The majority of the southeast Asian stock markets ended lower on Wednesday, with Singapore leading losses, as investors booked profits after recent gains, while revenue warning from a major US chipmaker revived concerns about global economic growth.
Leading the declines in the region, Singapore shares posted their worst fall in two weeks, dragged by the financial and industrial sectors.
Texas Instruments Inc, whose broad lineup of products makes it a proxy for the global chip industry, forecast current-quarter revenue to be well below estimates on Tuesday.
Given that Texas Instruments supplies to a broad range of industries, a weak outlook, along with the mention that the trade war is making customers more cautious, has probably impacted broader sentiment in Asia, said Joel Ng, an analyst at KGI Securities.
The Straits Times index was weighed down by lender United Overseas Bank and industrial conglomerate Jardine Matheson Holdings which fell 0.5% and 1.3%, respectively.
The city-state's core inflation rose slightly less in September than it did in the previous month as it hit a more than three-year low, data showed on Wednesday.

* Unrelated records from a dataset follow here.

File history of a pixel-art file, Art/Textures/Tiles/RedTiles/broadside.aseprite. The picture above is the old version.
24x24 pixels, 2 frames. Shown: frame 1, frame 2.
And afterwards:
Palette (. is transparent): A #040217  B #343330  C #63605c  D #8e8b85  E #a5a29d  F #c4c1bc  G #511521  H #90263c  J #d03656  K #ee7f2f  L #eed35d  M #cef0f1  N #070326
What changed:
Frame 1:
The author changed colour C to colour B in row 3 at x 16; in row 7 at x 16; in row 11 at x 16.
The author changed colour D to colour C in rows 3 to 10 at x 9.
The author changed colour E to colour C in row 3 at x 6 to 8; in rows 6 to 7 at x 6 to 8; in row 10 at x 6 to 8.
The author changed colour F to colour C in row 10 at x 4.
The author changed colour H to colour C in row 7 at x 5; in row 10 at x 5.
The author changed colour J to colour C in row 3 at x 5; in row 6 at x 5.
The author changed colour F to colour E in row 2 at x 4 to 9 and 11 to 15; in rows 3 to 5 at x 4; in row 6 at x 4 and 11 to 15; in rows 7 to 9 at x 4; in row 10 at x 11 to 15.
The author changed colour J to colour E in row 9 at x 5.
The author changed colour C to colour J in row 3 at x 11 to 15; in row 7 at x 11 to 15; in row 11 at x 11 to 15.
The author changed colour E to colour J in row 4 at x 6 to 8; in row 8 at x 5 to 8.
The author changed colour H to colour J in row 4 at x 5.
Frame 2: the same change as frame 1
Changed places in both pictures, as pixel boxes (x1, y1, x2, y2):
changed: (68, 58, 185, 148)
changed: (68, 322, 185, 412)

Meanwhile, Indonesia's benchmark index added 0.5%, posting its ninth straight session of gains, ahead of the central bank's policy meet on Thursday.

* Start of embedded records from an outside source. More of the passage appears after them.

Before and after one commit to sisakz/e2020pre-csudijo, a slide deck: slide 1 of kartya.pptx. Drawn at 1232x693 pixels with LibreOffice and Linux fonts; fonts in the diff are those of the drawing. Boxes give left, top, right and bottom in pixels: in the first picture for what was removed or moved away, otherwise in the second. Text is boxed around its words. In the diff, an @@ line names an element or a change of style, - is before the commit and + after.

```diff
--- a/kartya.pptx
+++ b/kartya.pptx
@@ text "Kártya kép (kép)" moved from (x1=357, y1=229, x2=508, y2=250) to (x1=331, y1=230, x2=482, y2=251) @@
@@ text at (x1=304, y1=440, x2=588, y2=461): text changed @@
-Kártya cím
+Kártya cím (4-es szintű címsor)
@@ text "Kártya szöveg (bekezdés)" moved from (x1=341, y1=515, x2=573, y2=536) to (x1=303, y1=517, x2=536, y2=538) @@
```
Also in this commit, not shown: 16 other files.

Bank Indonesia is expected to cut its benchmark rate by 25 basis points to support the economy, according to analysts polled by Reuters.
Index heavyweights Bank Rakyat Indonesia and Telekomunikasi Indonesia gained 1% and 0.7%, respectively.

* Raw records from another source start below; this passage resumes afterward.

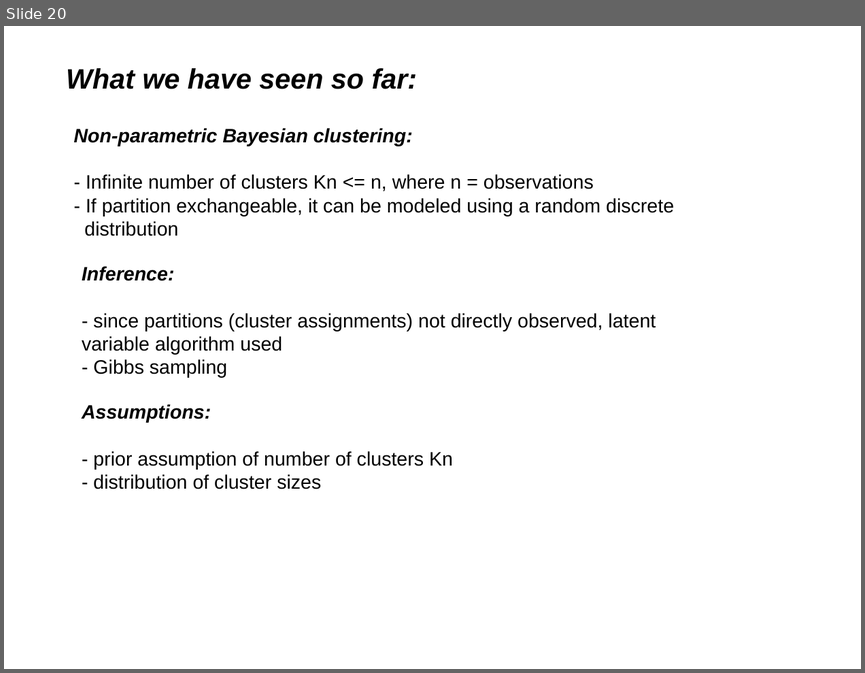
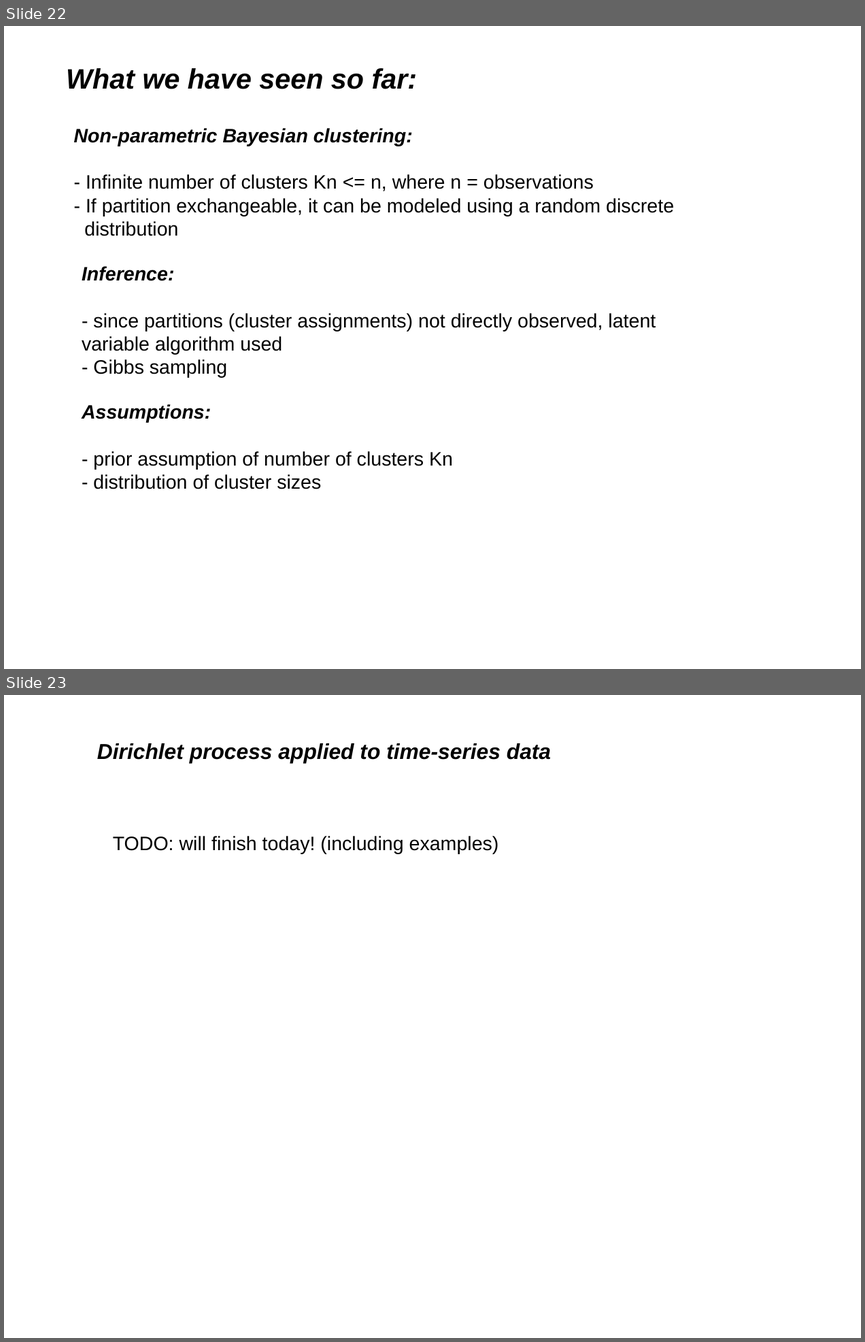
Before and after one commit to afcarl/Dirichlet_Processes, a slide deck: version_2.odp. Shown one above the other, each under a label of ours: slide 20 before the commit, slides 22 and 23 after it. The pictures are 865x673 and 865x1342 pixels, drawn with LibreOffice and Linux fonts; fonts in the diff are those of the drawing. Boxes give left, top, right and bottom in pixels: in the first picture for what was removed or moved away, otherwise in the second. Text is boxed around its words. In the diff, an @@ line names an element or a change of style, - is before the commit and + after.

```diff
--- a/version_2.odp
+++ b/version_2.odp
@@ slide 23 added at (4,695,861,1338), background #FFFFFF @@
@@ text added at (97,743,551,763), 20 pt, text #000000, bold, italic @@
+Dirichlet process applied to time-series data
@@ text added at (113,836,499,854), 18 pt, text #000000 @@
+TODO: will finish today! (including examples)
@@ what was slide 20 is now slide 22 @@
```
Also in this commit, not shown: 3 slides changed, 2 other slides added, 1 slide removed.

An index of the country's 45 most liquid stocks rose 0.9%.
Risk appetite in the region was also curbed as investors awaited signs of resolution in the prolonged Sino-US trade dispute, amid news reported by Reuters that the US trade adviser to President Donald Trump is set to leave the administration.
Malaysian stocks fell most in two weeks, dragged lower by the financial and consumer sectors.
Hong Leong Financial Group and Sime Darby Plantation were among the top losers, falling 3.3% and 0.9%, respectively.
Data released on Wednesday showed Malaysia's inflation rising at a slower-than-expected pace in September from a year earlier.
Bank Negara Malaysia, which cut its key interest rate in May for the first time since 2016 amid low inflation and concerns over slowing growth, is set to meet on Nov. 5 for its next monetary policy decision.
The Philippine bourse slipped 0.3%, coming off an over five-week high, as investors locked in gains after rising for the previous two sessions.
Financials and consumer firms were among the top losers, with BDO Unibank and Universal Robina Corp losing 1.1% each.